Take a look at the initialize method: when you create an ActiveRecord::Base object, its @attributes instance variable is populated with the name of the attributes from the database. For example, if the relevant table in the database has a column named description, then @attributes will contain the string "description", among others.

Now skip down to method_missing, where those attribute names become the names of Ghost Methods (). When you call a method such as description=, method_missing notices two things: first, description is the name of an attribute; and second, the name of description= matches the regular expression for write accessors. As a result, method_missing calls write_attribute("description"), which writes the value of the description in the database. A similar process happens for query accessors (that end in a question mark) and read accessors (that are just the same as attribute names).

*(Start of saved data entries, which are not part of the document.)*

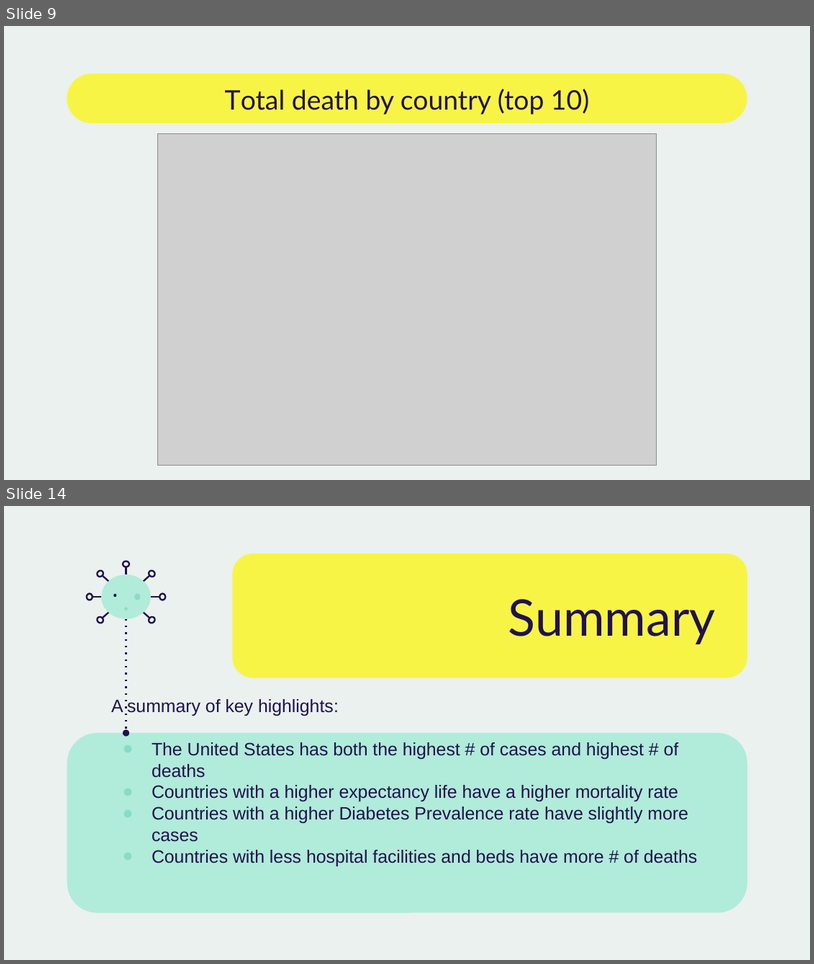
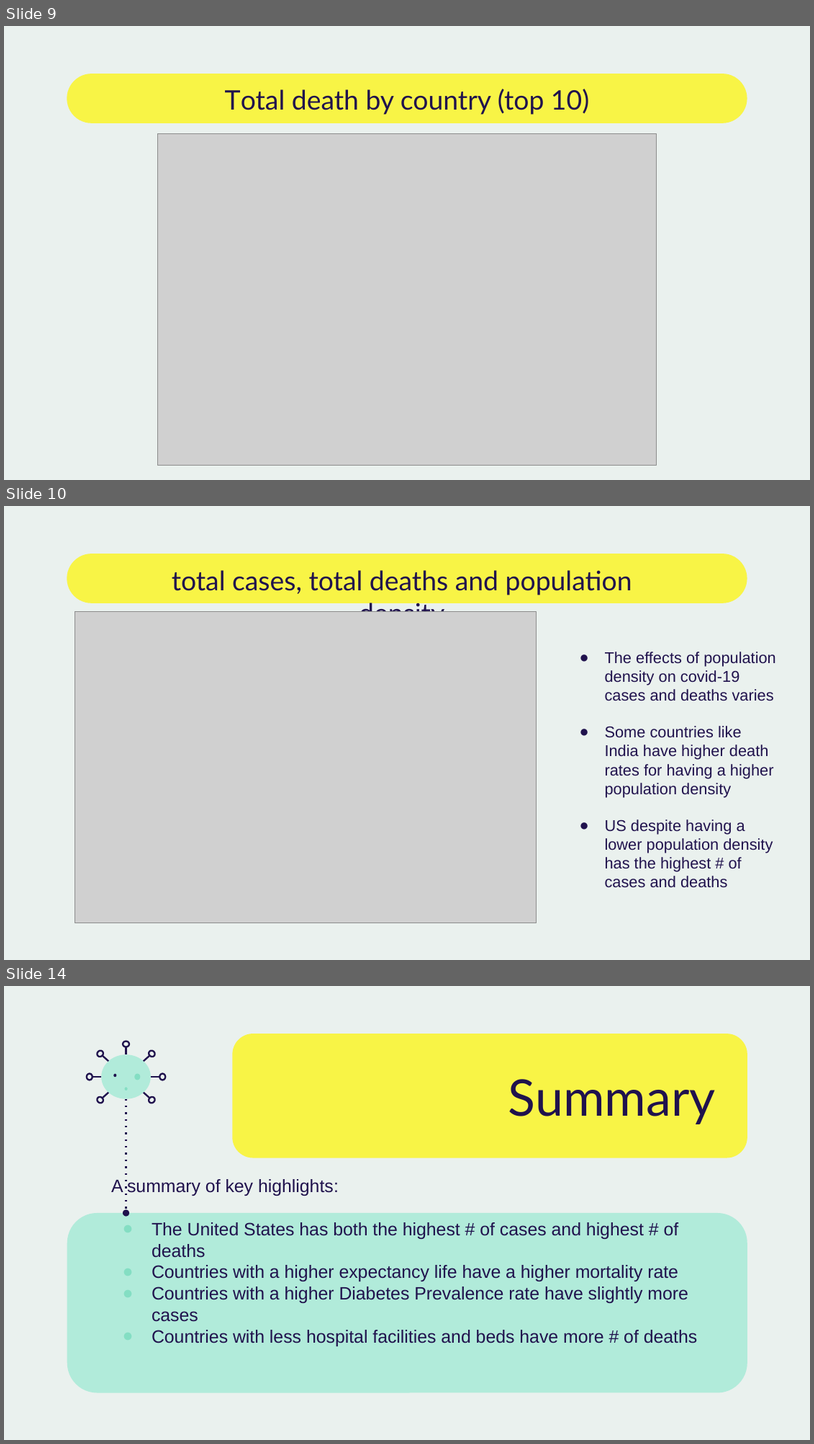
Before and after one commit to jjjdewan/ucb-data-visualization-msgrp-project1-covid-19, a slide deck: presentation_covid19.pptx. Shown one above the other, each under a label of ours: slides 9 and 14 before the commit, slides 9, 10 and 14 after it; the slides between them are not shown. The pictures are 814x964 and 814x1444 pixels, drawn with LibreOffice and Linux fonts; fonts in the diff are those of the drawing; grey boxes stand for pictures. Boxes give left, top, right and bottom in pixels: in the first picture for what was removed or moved away, otherwise in the second. Text is boxed around its words. In the diff, an @@ line names an element or a change of style, - is before the commit and + after.

```diff
--- a/presentation_covid19.pptx
+++ b/presentation_covid19.pptx
@@ slide 10 added at <box>4,506,810,960</box>, background #EAF1EE; not listed: 1 template element that a slide beside it also shows @@
@@ title added at <box>172,570,633,612</box>, 24 pt, text #20124D @@
+total cases, total deaths and population density
@@ picture added at <box>75,612,536,923</box> @@
@@ text added at <box>605,651,777,888</box>, 14 pt, text #20124D @@
+● The effects of population density on covid-19 cases and deaths varies
+● Some countries like India have higher death rates for having a higher population density
+● US despite having a lower population density has the highest # of cases and deaths
```
Also in this commit, not shown: 6 slides changed, 1 slide removed, 1 other file.

In Chapter 3, , you also learned that it’s generally a good idea to redefine respond_to? (or respond_to_missing?) together with method_missing. For example, if I can call my_task.description, then I expect that my_task.respond_to?(:description) returns true. The ActiveRecord::Base#respond_to? method is an Around Alias () of the original respond_to?, and it also checks whether a method name matches the rules for attribute readers, writers, or queries. The overridden respond_to? uses a Nil Guard () to calculate those names only once, and store them in an @@dynamic_methods class variable.

I stopped short of showing you the code that accesses the database, such as read_attribute, write_attribute, and query_attribute. Apart from that, you’ve just looked at the entire implementation of attribute methods in Rails 1. By the time Rails 2 came out, however, this code had become more complex.

Rails 2: Focus on Performance

Do you remember the explanation of method_missing in Chapter 3, ? When you call a method that doesn’t exist, Ruby walks up the chain of ancestors looking for the method. If it reaches BasicObject without finding the method, then it starts back at the bottom and calls method_missing. This means that, in general, calling a Ghost Method () is slower than calling a normal method, because Ruby has to walk up the entire chain of ancestors at least once.

In most concrete cases, this difference in performance between Ghost Methods and regular methods is negligible. In Rails, however, attribute methods are called very frequently. In Rails 1, each of those calls also had to walk up ActiveRecord::Base’s extremely long chain of ancestors. As a result, performance suffered.

The authors of Rails could solve this performance problem by replacing Ghost Methods with Dynamic Methods ()—using define_method to create read, write, and query accessors for all attributes, and getting rid of method_missing altogether. Interestingly, however, they went for a mixed solution, including both Ghost Methods and Dynamic Methods. Let’s look at the result.

Ghosts Incarnated

If you check the source code of Rails 2, you’ll see that the code for attribute methods moved from ActiveRecord::Base itself to a separate ActiveRecord::AttributeMethods module, which is then included by Base. The original method_missing has also become complicated, so we will discuss it in two separate parts. Here is the first part:


	module ActiveRecord
	module AttributeMethods
	def method_missing(method_id, *args, &block)
	method_name = method_id.to_s

	if self.class.private_method_defined?(method_name)
	raise NoMethodError.new("Attempt to call private method", method_name, args)
	end

	# If we haven't generated any methods yet, generate them, then
	# see if we've created the method we're looking for.
	if !self.class.generated_methods?
	self.class.define_attribute_methods
	if self.class.generated_methods.include?(method_name)
	return self.send(method_id, *args, &block)
	end
	end

	# ...
	end

	def read_attribute(attr_name) # ...
	def write_attribute(attr_name, value) # ...
	def query_attribute(attr_name) # ...

When you call a method such as Task#description= for the first time, the call is delivered to method_missing. Before it does its job, method_missing ensures that you’re not inadvertently bypassing encapsulation and calling a private method. Then it calls an intriguing-sounding define_attribute_methods method.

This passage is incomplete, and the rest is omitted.